- About this task:
Make an exact copy of all the entries, with the pictures left out.

- Data excerpts:

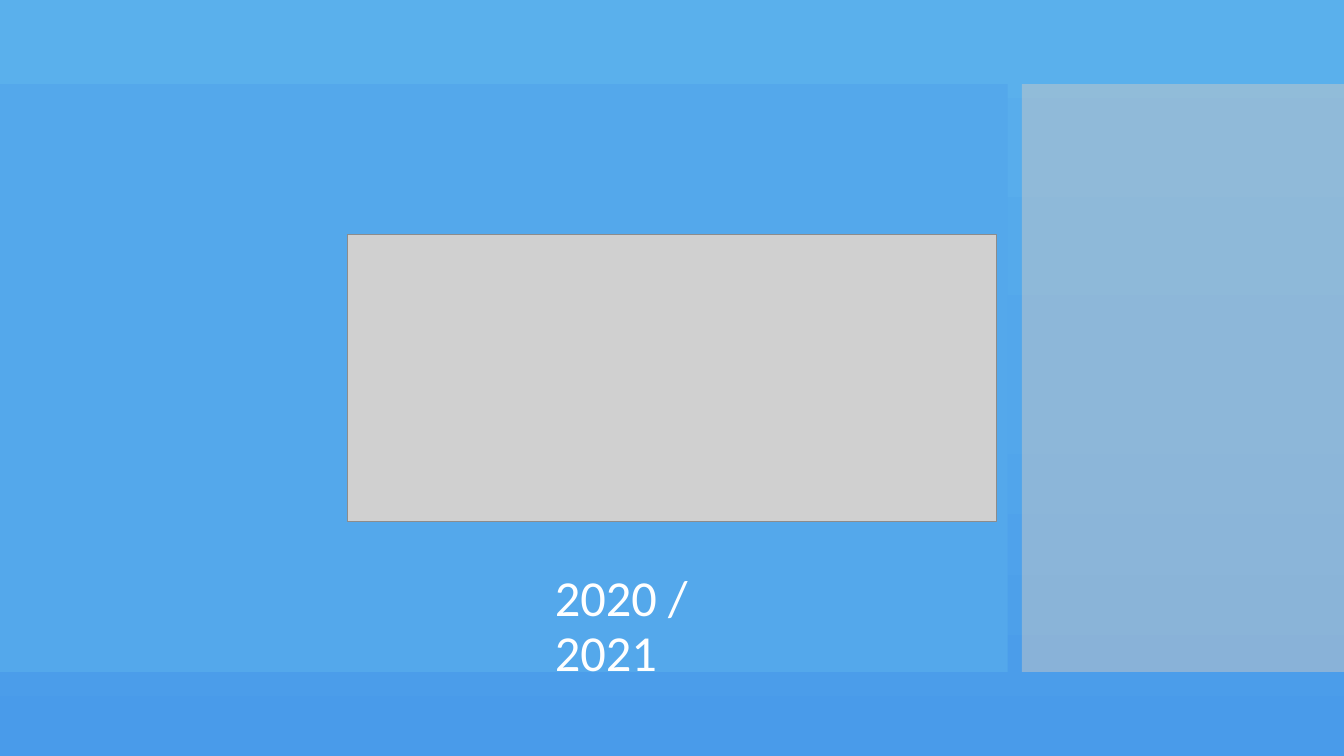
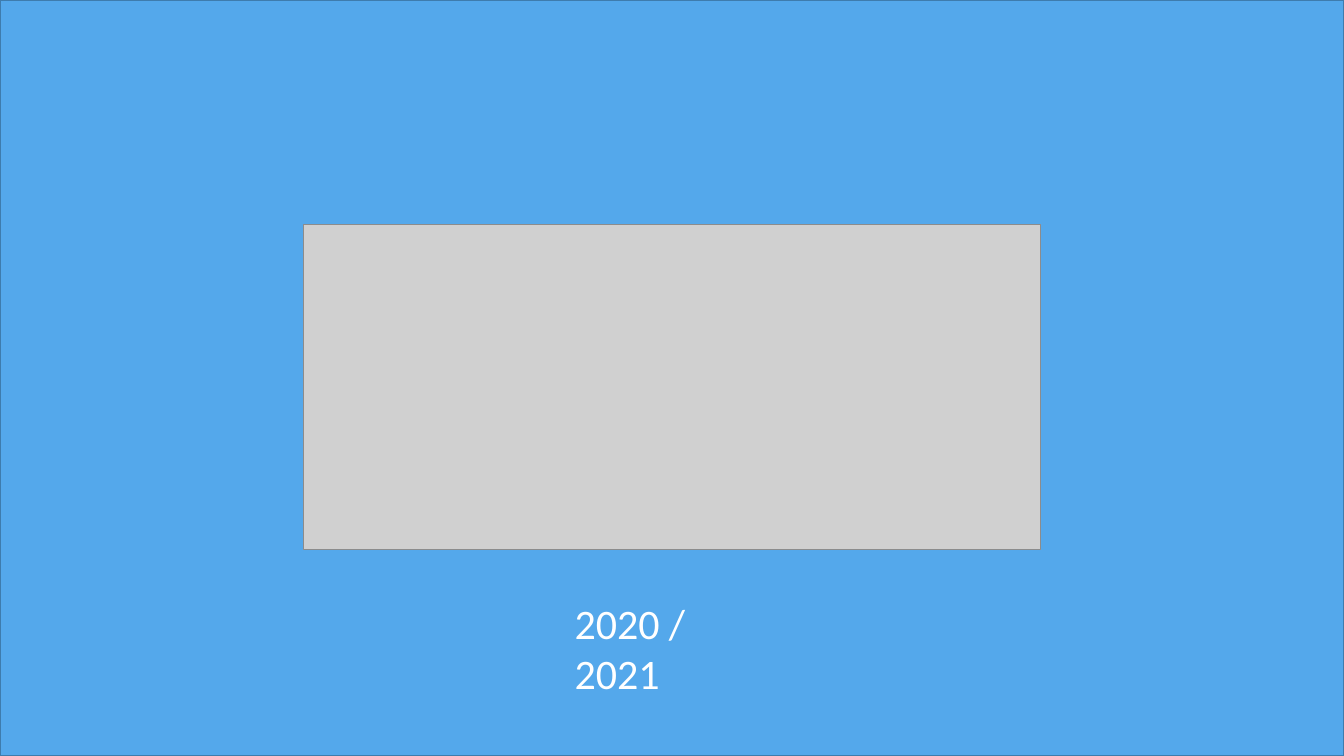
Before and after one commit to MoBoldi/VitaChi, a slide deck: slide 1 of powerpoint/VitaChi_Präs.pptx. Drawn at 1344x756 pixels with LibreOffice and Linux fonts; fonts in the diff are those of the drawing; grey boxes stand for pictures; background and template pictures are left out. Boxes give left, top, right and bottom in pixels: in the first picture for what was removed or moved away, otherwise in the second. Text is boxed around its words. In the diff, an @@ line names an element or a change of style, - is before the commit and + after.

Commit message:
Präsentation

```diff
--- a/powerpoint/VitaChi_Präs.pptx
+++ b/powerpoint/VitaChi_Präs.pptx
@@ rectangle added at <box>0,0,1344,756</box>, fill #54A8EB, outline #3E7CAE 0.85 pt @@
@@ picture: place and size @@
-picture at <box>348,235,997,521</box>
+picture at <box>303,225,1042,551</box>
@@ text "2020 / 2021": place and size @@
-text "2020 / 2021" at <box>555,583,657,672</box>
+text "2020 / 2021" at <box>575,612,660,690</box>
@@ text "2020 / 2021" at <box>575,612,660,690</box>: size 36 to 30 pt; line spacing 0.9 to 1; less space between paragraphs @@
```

- Reply to the task:
Before and after one commit to MoBoldi/VitaChi, a slide deck: slide 1 of powerpoint/VitaChi_Präs.pptx. Drawn at 1344x756 pixels with LibreOffice and Linux fonts; fonts in the diff are those of the drawing; grey boxes stand for pictures; background and template pictures are left out. Boxes give left, top, right and bottom in pixels: in the first picture for what was removed or moved away, otherwise in the second. Text is boxed around its words. In the diff, an @@ line names an element or a change of style, - is before the commit and + after.

Commit message:
Präsentation

```diff
--- a/powerpoint/VitaChi_Präs.pptx
+++ b/powerpoint/VitaChi_Präs.pptx
@@ rectangle added at <box>0,0,1344,756</box>, fill #54A8EB, outline #3E7CAE 0.85 pt @@
@@ picture: place and size @@
-picture at <box>348,235,997,521</box>
+picture at <box>303,225,1042,551</box>
@@ text "2020 / 2021": place and size @@
-text "2020 / 2021" at <box>555,583,657,672</box>
+text "2020 / 2021" at <box>575,612,660,690</box>
@@ text "2020 / 2021" at <box>575,612,660,690</box>: size 36 to 30 pt; line spacing 0.9 to 1; less space between paragraphs @@
```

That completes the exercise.